John Tailyour, a ship captain that mostly sailed to Guinea, Africa, writes how he prepared for scramble slave auctions. Tailyour conducted scramble auctions in the years of 1782-1784, 1789, and 1792-1793, and each time he employed the same factors to ensure he would receive the highest profits. Before going on land to the sale site Tailyour would separate his captives into two categories: "prime" and "refuse"; prime bondspeople were young men and women, ranging in the ages from the late teens to thirty, were in good health, and free of injuries, wounds, and sickness while "refuse" bondspeople were either very old or very young, sick, and/or covered with wounds. On the day of the scramble, or a day before, Tailyour would then create ten different categories for the enslaved: "privilege men", "cargo men", "privilege men-boys", "men-boys", and the women being the same; based on these categories prices were set at two Jamaican pounds, with the "better quality" captives being two pounds more than the next, and each female category was priced two pounds lower than their male equivalent. Tailyour created these separations because the "privilege slaves", whether male or female, were saved for his close friends and family, with the rest being put into the scramble. John Tailyour's "refuse slaves" were also put into scrambles, but were specifically for plantation owners who could not afford to pay for the other categories.
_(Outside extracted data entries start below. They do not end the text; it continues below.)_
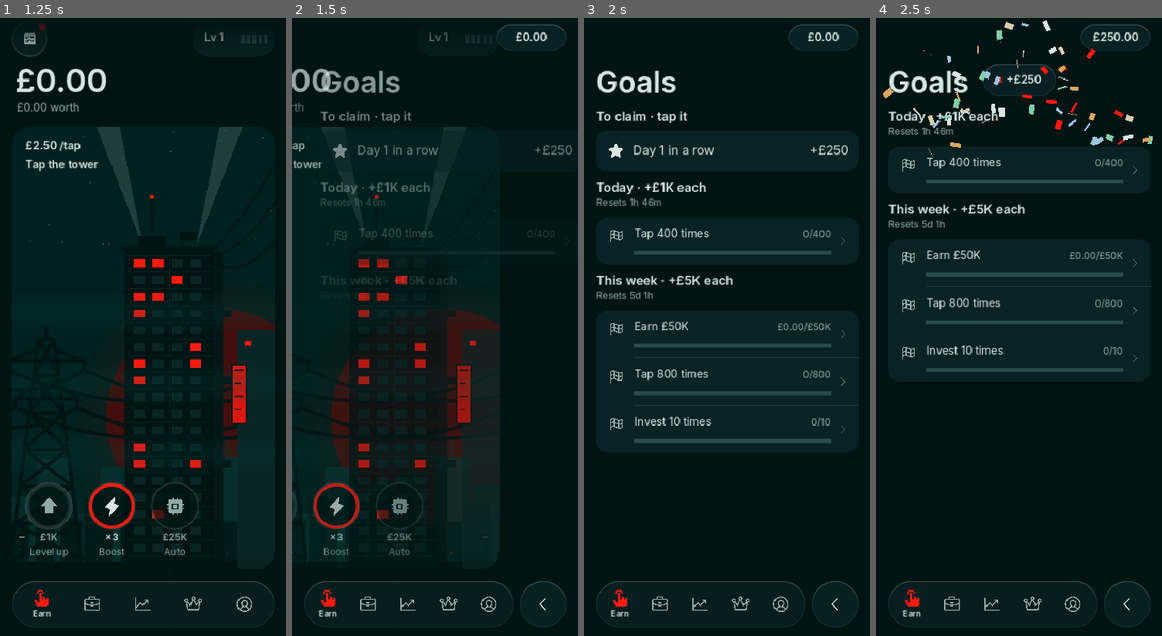
Above: before the commit, frames 1-4 (left to right).
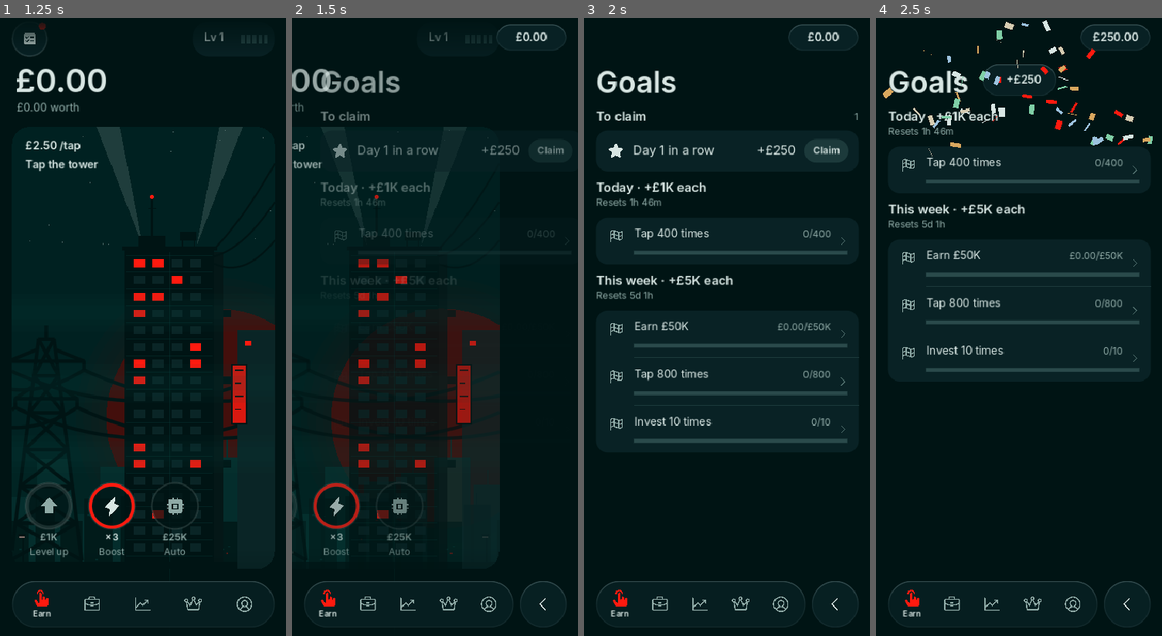
Above: after the commit, the same moments.

Repository: ytjustjosh17-cpu/MCG
Game: Godot game, scene res://scenes/main.tscn
The game is run twice, just before and just after one commit, with the same random seed, the same clock (stepped at 60 frames per second) and the same inputs.
Inputs (mouse positions are in pixels of both pictures, inside the frame that each line leads up to):
- Up to frame 1 (1.25 s): click "Skip" at 0.5 s
- Up to frame 2 (1.5 s): click (320, 36) at 1.25 s
- Up to frame 3 (2 s): no input
- Up to frame 4 (2.5 s): click (1019, 147) at 2.02 s

Frame 1 is identical in both runs. In frame 2, 0.3% of the frame differs, in the area x 29-98%, y 15-23%; in frame 3, 0.5%, in the area x 23-96%, y 15-69%; in frame 4, 0.1%.

Commit message:
Meta screens: claim pills, goals bars, rivals chevrons, chart labels, rebirth tree labels
Co-Authored-By: Claude Opus 5.5 <noreply@anthropic.com>
Claude-Session: https://claude.ai/code/session_01G43aEuqkjUy83khniNYyKE

Diff:
--- a/game/scripts/claim_list.gd
+++ b/game/scripts/claim_list.gd
@@ -8,6 +8,9 @@
 var _sig := "-"
 var _card: VBoxContainer
 var _title: Label
+var _count: Label
+var _more := false   # show every row, not just the first few
+const SHOWN := 5
 
 
 func _init(k: Array = []) -> void:
@@ -17,8 +20,13 @@
 
 
 func _ready() -> void:
-	_title = UI.label("", 17, UI.TEXT, true)
-	add_child(_title)
+	var head := HBoxContainer.new()
+	add_child(head)
+	_title = UI.label("To claim", 17, UI.TEXT, true)
+	_title.size_flags_horizontal = Control.SIZE_EXPAND_FILL
+	head.add_child(_title)
+	_count = UI.label("", 13, UI.SUB)
+	head.add_child(_count)
 	var pc := PanelContainer.new()
 	pc.add_theme_stylebox_override("panel", UI.box(UI.PANEL, 16))
 	add_child(pc)
@@ -41,7 +49,7 @@
 	if _card == null:
 		return
 	var list := _mine()
-	var sig := ""
+	var sig := str(_more) + ":"
 	for r in list:
 		sig += String(r["key"]) + ","
 	if sig == _sig:
@@ -55,7 +63,7 @@
 	var total := 0.0
 	for r in list:
 		total += float(r.get("amount", 0.0))
-	_title.text = "To claim · %d · tap one to claim it" % list.size() if list.size() > 1 else "To claim · tap it"
+	_count.text = str(list.size())
 	if list.size() > 1:
 		# Claim all first, so a long list never pushes it out of reach.
 		var top := MarginContainer.new()
@@ -71,24 +79,54 @@
 		Kit.press_fx(all)
 		top.add_child(all)
 		_card.add_child(top)
-	for i in range(list.size()):
+	var n := list.size() if _more else mini(list.size(), SHOWN)
+	for i in range(n):
 		if i > 0:
-			var sep := ColorRect.new()
-			sep.color = UI.RAISED
-			sep.custom_minimum_size = Vector2(0, 1)
-			_card.add_child(sep)
+			_card.add_child(_sep())
 		_card.add_child(_row(list[i]))
+	if list.size() > n:
+		_card.add_child(_sep())
+		var more := Row.new("", "", true)
+		more.set_texts("Show %d more" % (list.size() - n))
+		more.title_l.add_theme_color_override("font_color", UI.SUB)
+		more.pressed.connect(func():
+			Kit.tick()
+			_more = true
+			refresh())
+		_card.add_child(more)
+
+
+func _sep() -> ColorRect:
+	var sep := ColorRect.new()
+	sep.color = UI.RAISED
+	sep.custom_minimum_size = Vector2(0, 1)
+	return sep
 
 
 func _row(r: Dictionary) -> Control:
 	var kind := String(r.get("kind", ""))
 	var row := Row.new({"ach": "trophy", "goal": "goal", "streak": "star"}.get(kind, "star"), "", false)
-	row.custom_minimum_size = Vector2(0, 56)
 	(row.lead as Icon).set_style(UI.TEXT, true)
 	row.title_l.text_overrun_behavior = TextServer.OVERRUN_TRIM_ELLIPSIS
 	row.title_l.size_flags_horizontal = Control.SIZE_EXPAND_FILL
 	row.title_l.clip_text = true
 	row.set_texts(String(r.get("title", "")), "", "+" + Game.money_short(float(r.get("amount", 0.0))))
+	# A visible "Claim" pill; the whole row is still the button.
+	var pill := PanelContainer.new()
+	pill.add_theme_stylebox_override("panel", UI.box(UI.RAISED, 16))
+	pill.mouse_filter = Control.MOUSE_FILTER_IGNORE
+	pill.size_flags_vertical = Control.SIZE_SHRINK_CENTER
+	var pl := UI.label("Claim", 13, UI.TEXT, true)
+	pl.mouse_filter = Control.MOUSE_FILTER_IGNORE
+	pl.custom_minimum_size = Vector2(0, 32)
+	pl.vertical_alignment = VERTICAL_ALIGNMENT_CENTER
+	var pm := MarginContainer.new()
+	pm.add_theme_constant_override("margin_left", 12)
+	pm.add_theme_constant_override("margin_right", 12)
+	pm.mouse_filter = Control.MOUSE_FILTER_IGNORE
+	pm.add_child(pl)
+	pill.add_child(pm)
+	row.value_l.get_parent().get_parent().add_child(pill)
 	var key := String(r["key"])
 	row.pressed.connect(func(): _celebrate(Game.claim(key)))
 	Kit.press_fx(row)
--- a/game/scripts/goals_page.gd
+++ b/game/scripts/goals_page.gd
@@ -8,6 +8,10 @@
 var _week_note: Label
 var _day_box: VBoxContainer
 var _week_box: VBoxContainer
+var _day_chip: PanelContainer
+var _day_chip_l: Label
+var _day_done: Label
+var _week_done: Label
 var _sig := ""
 
 
@@ -21,6 +25,8 @@
 	var d := _header()
 	_day_title = d[0]
 	_day_note = d[1]
+	_day_chip = d[2]
+	_day_chip_l = d[3]
 	_day_box = card()
 	var w := _header()
 	_week_title = w[0]
@@ -33,20 +39,37 @@
 	var v := VBoxContainer.new()
 	v.add_theme_constant_override("separation", 2)
 	body.add_child(v)
+	var top := HBoxContainer.new()
+	v.add_child(top)
 	var t := UI.label("", 17, UI.TEXT, true)
-	v.add_child(t)
+	t.size_flags_horizontal = Control.SIZE_EXPAND_FILL
+	top.add_child(t)
+	# Small right-aligned chip (used for the streak); hidden until it has text.
+	var chip := PanelContainer.new()
+	chip.add_theme_stylebox_override("panel", UI.box(UI.RAISED, 12))
+	chip.visible = false
+	var cm := MarginContainer.new()
+	cm.add_theme_constant_override("margin_left", 10)
+	cm.add_theme_constant_override("margin_right", 10)
+	chip.add_child(cm)
+	var cl := UI.label("", 13, UI.TEXT)
+	cm.add_child(cl)
+	top.add_child(chip)
 	var n := UI.label("", 13, UI.SUB)
 	v.add_child(n)
-	return [t, n]
+	return [t, n, chip, cl]
 
 
 func refresh() -> void:
 	if _day_box == null:
 		return
 	var left := 86400.0 - fmod(Game.now(), 86400.0)
-	_day_note.text = ("Day %d streak · " % Game.streak if Game.streak > 1 else "") + "Resets " + Game.clock(left)
+	_day_note.text = "Resets " + Game.clock(left)
+	_day_chip.visible = Game.streak > 1
+	_day_chip_l.text = "Day %d streak" % Game.streak
 	_week_note.text = "Resets " + Game.clock(Game.week_left())
 	_day_title.text = "Today · +%s each" % Game.money_short(Game.daily_reward())
+	refresh_done_text()
 	_week_title.text = "This week · +%s each" % Game.money_short(Game.weekly_reward())
 	# Rebuild rows only when something changed, so the page doesn't flicker.
 	var sig := str(Game.daily_tasks()) + str(Game.weekly_tasks())
@@ -55,6 +78,13 @@
 	_sig = sig
 	_fill(_day_box, Game.daily_tasks())
 	_fill(_week_box, Game.weekly_tasks())
+
+
+func refresh_done_text() -> void:
+	if is_instance_valid(_day_done):
+		_day_done.text = "All done. New goals in %s." % Game.clock(86400.0 - fmod(Game.now(), 86400.0))
+	if is_instance_valid(_week_done):
+		_week_done.text = "All done. New goals in %s." % Game.clock(Game.week_left())
 
 
 func _fill(box: VBoxContainer, tasks: Array) -> void:
@@ -67,7 +97,8 @@
 	if all_done and not tasks.is_empty():
 		var m := MarginContainer.new()
 		m.add_theme_constant_override("margin_left", 16)
-		m.custom_minimum_size = Vector2(0, 56)
+		m.add_theme_constant_override("margin_right", 16)
+		m.custom_minimum_size = Vector2(0, UI.ROW_H)
 		var h := HBoxContainer.new()
 		h.add_theme_constant_override("separation", 12)
 		m.add_child(h)
@@ -75,10 +106,17 @@
 		ic.set_style(UI.TEXT, true)
 		ic.size_flags_vertical = Control.SIZE_SHRINK_CENTER
 		h.add_child(ic)
-		var l := UI.label("All done", 17, UI.TEXT, true)
+		var l := UI.label("", 15, UI.TEXT)
 		l.size_flags_vertical = Control.SIZE_SHRINK_CENTER
+		l.size_flags_horizontal = Control.SIZE_EXPAND_FILL
+		l.autowrap_mode = TextServer.AUTOWRAP_WORD_SMART
 		h.add_child(l)
+		if box == _day_box:
+			_day_done = l
+		else:
+			_week_done = l
 		box.add_child(m)
+		refresh_done_text()
 		return
 	for i in range(tasks.size()):
 		if i > 0:
@@ -93,7 +131,7 @@
 
 	func _init(task: Dictionary) -> void:
 		t = task
-		custom_minimum_size = Vector2(0, 64)
+		custom_minimum_size = Vector2(0, 56 if t["done"] else 64)
 		focus_mode = Control.FOCUS_NONE
 		flat = true
 		for st in ["normal", "hover", "focus", "disabled"]:
@@ -109,12 +147,12 @@
 		var done: bool = t["done"]
 		var ic := Icon.new("check" if done else "goal", UI.TEXT if done else UI.SUB, 22.0)
 		ic.set_style(UI.TEXT if done else UI.SUB, done)
-		ic.position = Vector2(16, 14)
+		ic.position = Vector2(16, 17 if done else 14)
 		ic.mouse_filter = Control.MOUSE_FILTER_IGNORE
 		add_child(ic)
 		var l := UI.label(String(t["text"]), 15, UI.TEXT if not done else UI.SUB)
 		l.text_overrun_behavior = TextServer.OVERRUN_TRIM_ELLIPSIS
-		l.position = Vector2(52, 12)
+		l.position = Vector2(52, 17 if done else 12)
 		add_child(l)
 		var g := float(t["goal"])
 		var p := minf(float(t["progress"]), g)
@@ -131,7 +169,7 @@
 			var right := size.x - (38.0 if chev else 16.0)
 			var cw := cnt.get_minimum_size().x + 2.0
 			cnt.size = Vector2(cw, 20)
-			cnt.position = Vector2(right - cw, 14)
+			cnt.position = Vector2(right - cw, 17 if done else 14)
 			l.size = Vector2(maxf(0.0, right - cw - 12 - 52), 22)
 			if chev:
 				chev.position = Vector2(size.x - 14 - 16, (size.y - 16.0) * 0.5)
@@ -144,8 +182,10 @@
 		var g := float(t["goal"])
 		var p := clampf(float(t["progress"]) / g, 0.0, 1.0) if g > 0.0 else 1.0
 		var x0 := 52.0
-		var x1 := size.x - (38.0 if not t["done"] else 16.0)
+		var x1 := size.x - 16.0   # one right edge on every row
 		var y := size.y - 16.0
+		if t["done"]:
+			return   # a finished goal has no bar
 		draw_line(Vector2(x0, y), Vector2(x1, y), UI.TRACK, 4.0, true)
 		if p > 0.0:
 			draw_line(Vector2(x0, y), Vector2(x0 + (x1 - x0) * p, y), UI.TEXT, 4.0, true)
--- a/game/scripts/rebirth_page.gd
+++ b/game/scripts/rebirth_page.gd
@@ -53,7 +53,7 @@
 	await get_tree().process_frame
 	if is_instance_valid(_view):
 		var used := _view.global_position.y
-		_view.custom_minimum_size.y = maxf(320.0, get_viewport_rect().size.y - used - 112.0)
+		_view.custom_minimum_size.y = maxf(320.0, get_viewport_rect().size.y - used - 104.0)
 
 
 func refresh() -> void:
@@ -63,7 +63,7 @@
 	var pend := Game.rebirth_pending()
 	var owned := Game.tree_owned_count()
 	var total := RebirthTree.nodes().size() - 1
-	_sub.text = "Rebirths %d · tree %d of %d" % [Game.rebirths(), owned, total]
+	_sub.text = "Rebirths %d · %d of %d nodes" % [Game.rebirths(), owned, total]
 	# Waiting pays: show what ten times the net worth would give.
 	var nw := maxf(Game.net_worth(), Data.REBIRTH_MIN)
 	var later := int(floor(10.0 * pow(nw * 10.0 / Data.REBIRTH_MIN, 1.0 / 3.0) * (1.0 + minf(0.5, Game.rb("rbp")))))
@@ -131,6 +131,7 @@
 	elif Game.rbp_free() < cost:
 		body += "\n\nCosts %d RBP. You have %d." % [cost, Game.rbp_free()]
 	else:
+		body += "\n\nYou have %d RBP." % Game.rbp_free()
 		actions.append({"text": "Buy · %d RBP" % cost, "style": "primary", "call": func():
 			if Game.buy_node(id):
 				Kit.haptic("success")
@@ -168,8 +169,8 @@
 		col.set_anchors_and_offsets_preset(Control.PRESET_BOTTOM_RIGHT)
 		col.grow_horizontal = Control.GROW_DIRECTION_BEGIN
 		col.grow_vertical = Control.GROW_DIRECTION_BEGIN
-		col.offset_right = -10
-		col.offset_bottom = -10
+		col.offset_right = -8
+		col.offset_bottom = -8
 		add_child(col)
 		for spec in [["+", 1.25], ["-", 0.8], ["o", 0.0]]:
 			var b := UI.pill("" if spec[0] == "o" else String(spec[0]), Color(UI.RAISED, 0.72), UI.TEXT, 20, 0)
@@ -357,7 +358,7 @@
 			closed.append(pts[0])
 			draw_polyline(closed, ring, 2.0 if st >= 0 else 1.0, true)
 			if String(n["kind"]) == "unlock":
-				draw_arc(p, r + 5.0, 0.0, TAU, 40, UI.GOLD if st != 2 else UI.TEXT, 2.0, true)   # unlocks glow gold
+				draw_arc(p, r + 5.0, 0.0, TAU, 40, UI.TEXT if st >= 1 else UI.SUB, 2.0, true)   # unlocks get an outer ring
 			var tex := Icon.texture(Icon.MAP.get(String(n["icon"]), String(n["icon"])), st == 2)
 			if tex and r >= 9.0:
 				var s := r * 1.1
@@ -366,14 +367,42 @@
 				draw_arc(p, r + 4.0 + (1.0 - _flash_t) * 18.0, 0.0, TAU, 40, Color(UI.RED, _flash_t), 3.0, true)
 		# Branch names beside each gate, so the map reads at a glance.
 		var f: Font = UI.SEMI
+		var keep_out := Rect2(size.x - 8.0 - 3.0 * 48.0 - 16.0, size.y - 8.0 - 48.0 - 8.0, 3.0 * 48.0 + 24.0, 64.0)   # the zoom buttons
 		for br in RebirthTree.BRANCHES:
-			var g := RebirthTree.node(String(br[0]) + "_t1")
-			var gp := to_screen(g)
-			# Beside the trunk, on its clockwise side, clear of the line.
-			var out := Vector2(float(g["x"]), float(g["y"])).normalized()
-			var side := Vector2(-out.y, out.x)
-			var lp := gp + side * (_radius(g) + 34.0) + Vector2(0, 4)
-			draw_string(f, lp - Vector2(60, 0), String(br[1]).to_upper(), HORIZONTAL_ALIGNMENT_CENTER, 120.0, 11, Color(UI.SUB, 0.9))
+			var txt := String(br[1]).to_upper()
+			var tw := f.get_string_size(txt, HORIZONTAL_ALIGNMENT_LEFT, -1, 12).x
+			# Try beside the first three trunk nodes, on either side, and keep
+			# the spot furthest from every node (and off the buttons).
+			var best_x := 0.0
+			var best_pos := Vector2.ZERO
+			var best_score := -1.0e9
+			for k in [1, 2, 3]:
+				var g := RebirthTree.node("%s_t%d" % [br[0], k])
+				var gp := to_screen(g)
+				var out := Vector2(float(g["x"]), float(g["y"])).normalized()
+				for sd in [1.0, -1.0]:
+					var lp: Vector2 = gp + Vector2(-out.y, out.x) * sd * (_radius(g) + 34.0) + Vector2(0, 4)
+					var x := clampf(lp.x - tw * 0.5, 6.0, maxf(6.0, size.x - tw - 6.0))
+					var box := Rect2(x - 4.0, lp.y - 14.0, tw + 8.0, 20.0)
+					var score := 1.0e6
+					for n in ns:
+						var q := to_screen(n)
+						var cx := clampf(q.x, box.position.x, box.end.x)
+						var cy := clampf(q.y, box.position.y, box.end.y)
+						score = minf(score, Vector2(cx, cy).distance_to(q) - _radius(n))
+					if box.intersects(keep_out):
+						score -= 100.0
+					if box.position.y < 2.0 or box.end.y > size.y - 2.0:
+						score -= 50.0
+					score -= float(k) * 2.0   # nearer the centre wins a tie
+					if score > best_score:
+						best_score = score
+						best_x = x
+						best_pos = lp
+			var tp := Vector2(best_x, best_pos.y)
+			# A dark halo keeps the name readable over lines and nodes.
+			draw_string_outline(f, tp, txt, HORIZONTAL_ALIGNMENT_LEFT, -1, 12, 5, Color(UI.WINDOW, 0.95))
+			draw_string(f, tp, txt, HORIZONTAL_ALIGNMENT_LEFT, -1, 12, UI.SUB)
 
 	func _shape(kind: String, p: Vector2, r: float) -> PackedVector2Array:
 		## Circle for small, diamond for notable, hexagon for keystones,
--- a/game/scripts/rivals_page.gd
+++ b/game/scripts/rivals_page.gd
@@ -73,14 +73,10 @@
 		ch.queue_free()
 	var passed := rows.size() - me - 1
 	var first := true
-	# Your row stays in view: only the two just above you, the rest folded.
-	var start := 0 if _top_open else maxi(0, me - 2)
-	if me > 2:
-		var t := Row.new("", "", false)
-		t.custom_minimum_size = Vector2(0, 48)
-		t.set_texts("Richer rivals (%d)" % me, "", "▴" if _top_open else "▾")
-		t.title_l.add_theme_color_override("font_color", UI.SUB)
-		t.value_l.add_theme_color_override("font_color", UI.SUB)
+	# Your row stays in view: the three richest rivals above you, the rest folded.
+	var start := 0 if _top_open else maxi(0, me - 3)
+	if me > 3:
+		var t := _toggle("Hide richer rivals" if _top_open else "Show %d more" % (me - 3), _top_open)
 		t.pressed.connect(func():
 			Kit.tick()
 			_top_open = not _top_open
@@ -101,7 +97,6 @@
 
 func _add_row(it: Dictionary, i: int, passed: bool) -> void:
 	var r := Row.new("", "", false)
-	r.custom_minimum_size = Vector2(0, 56)
 	r.mouse_filter = Control.MOUSE_FILTER_IGNORE
 	var num := UI.display(str(i + 1), 22, UI.RED if it["me"] else UI.DIM)
 	num.custom_minimum_size = Vector2(28, 0)
@@ -117,12 +112,28 @@
 	_list.add_child(r)
 
 
+func _toggle(text: String, open: bool) -> Row:
+	## A quiet row that folds or unfolds a group; the chevron turns when open.
+	var t := Row.new("", "", false)
+	t.set_texts(text)
+	t.title_l.add_theme_color_override("font_color", UI.SUB)
+	var chev := Icon.new("chevron", UI.DIM, 16.0)
+	chev.custom_minimum_size = Vector2(16, 16)
+	chev.pivot_offset = Vector2(8, 8)
+	chev.rotation = -PI / 2.0 if open else PI / 2.0
+	chev.mouse_filter = Control.MOUSE_FILTER_IGNORE
+	# A plain holder: containers reset a child's rotation, so turn it inside.
+	var holder := Control.new()
+	holder.custom_minimum_size = Vector2(16, 16)
+	holder.size_flags_vertical = Control.SIZE_SHRINK_CENTER
+	holder.mouse_filter = Control.MOUSE_FILTER_IGNORE
+	holder.add_child(chev)
+	t.value_l.get_parent().get_parent().add_child(holder)
+	return t
+
+
 func _add_toggle(n: int) -> void:
-	var t := Row.new("", "", false)
-	t.custom_minimum_size = Vector2(0, 48)
-	t.set_texts("Passed (%d)" % n, "", "▴" if _open else "▾")
-	t.title_l.add_theme_color_override("font_color", UI.SUB)
-	t.value_l.add_theme_color_override("font_color", UI.SUB)
+	var t := _toggle("Hide passed rivals" if _open else "Passed (%d)" % n, _open)
 	t.pressed.connect(func():
 		Kit.tick()
 		_open = not _open
--- a/game/scripts/stats_page.gd
+++ b/game/scripts/stats_page.gd
@@ -15,6 +15,7 @@
 var _mix: IncomeMix
 var _grid: GridContainer
 var _cells := {}
+var _starts: Array = []   # the "start" label under each chart
 
 const STATS := [
 	["taps", "Taps"],
@@ -61,6 +62,7 @@
 	_worth_chart = HistoryChart.new(1)
 	_worth_chart.custom_minimum_size = Vector2(0, 120)
 	wp.add_child(_worth_chart)
+	_axis(wp)
 	# Income over time (needs the income saved with each history point).
 	var ic := card()
 	_income_box = ic.get_parent()
@@ -75,6 +77,7 @@
 	_income_chart = HistoryChart.new(2)
 	_income_chart.custom_minimum_size = Vector2(0, 100)
 	ip.add_child(_income_chart)
+	_axis(ip)
 	# Where income comes from.
 	var mc := card()
 	var mp := padded(mc, 16, 8)
@@ -103,9 +106,23 @@
 		_cells[s[0]] = val_l
 
 
+func _axis(parent: Control) -> void:
+	## Where the line starts and ends, in plain words, under a chart.
+	var h := HBoxContainer.new()
+	parent.add_child(h)
+	var a := UI.label("", 13, UI.SUB)
+	a.size_flags_horizontal = Control.SIZE_EXPAND_FILL
+	h.add_child(a)
+	h.add_child(UI.label("Now", 13, UI.SUB))
+	_starts.append(a)
+
+
 func refresh() -> void:
 	if _grid == null:
 		return
+	var start: String = ["24 hours ago", "7 days ago", "Start"][_seg.index]
+	for a in _starts:
+		(a as Label).text = start
 	var span: float = RANGES[_seg.index]
 	_worth_chart.span = span
 	_income_chart.span = span
Not shown, changed: CHANGELOG.md

Thomas Hibbert, an English merchant and plantation owner in Jamaica, discussed the possible dangers of a scramble that he witnessed to Nathaniel Phillips, another plantation owner. Here, Hibbert stated, that he expected half of the buyers waiting at the gates to be trampled to death by the other half.

Alexandre Lindo, a ship captain for two slave ships, records selling an entire ship of captives in four hours, which was the largest amount of bondspeople sold until 1805 when thirty plantation owners bought an entire human cargo's worth in one hour, the slaves from both ships being sold by the scramble method.

Alexander Falconbridge, husband of Anna Maria Falconbridge, who were both surgeons for four different voyages, recounts the scramble slave auction in his book, An Account of the Slave Trade on the Coast of Africa. He states that buyers would pay a fixed price for the captives that was negotiated among the ship's captains and the purchasers. Falconbridge relates that at the agreed start hour the doors of the yard where the captives were held were thrown open and the buyers instantly ran in to gather bondspeople. Some buyers came prepared by bringing handkerchiefs or ropes so they could tie the slaves together without losing them while grabbing others. Falconbridge calls the buyers "brutes" who had no form of sympathy for the captives; because of this, he recalls some of the enslaved being so frightened that they would jump over the walls to escape. On the ship Golden Age, Falconbridge records the selling of 503 captives in two days in December 1784 at Port Maria, Jamaica.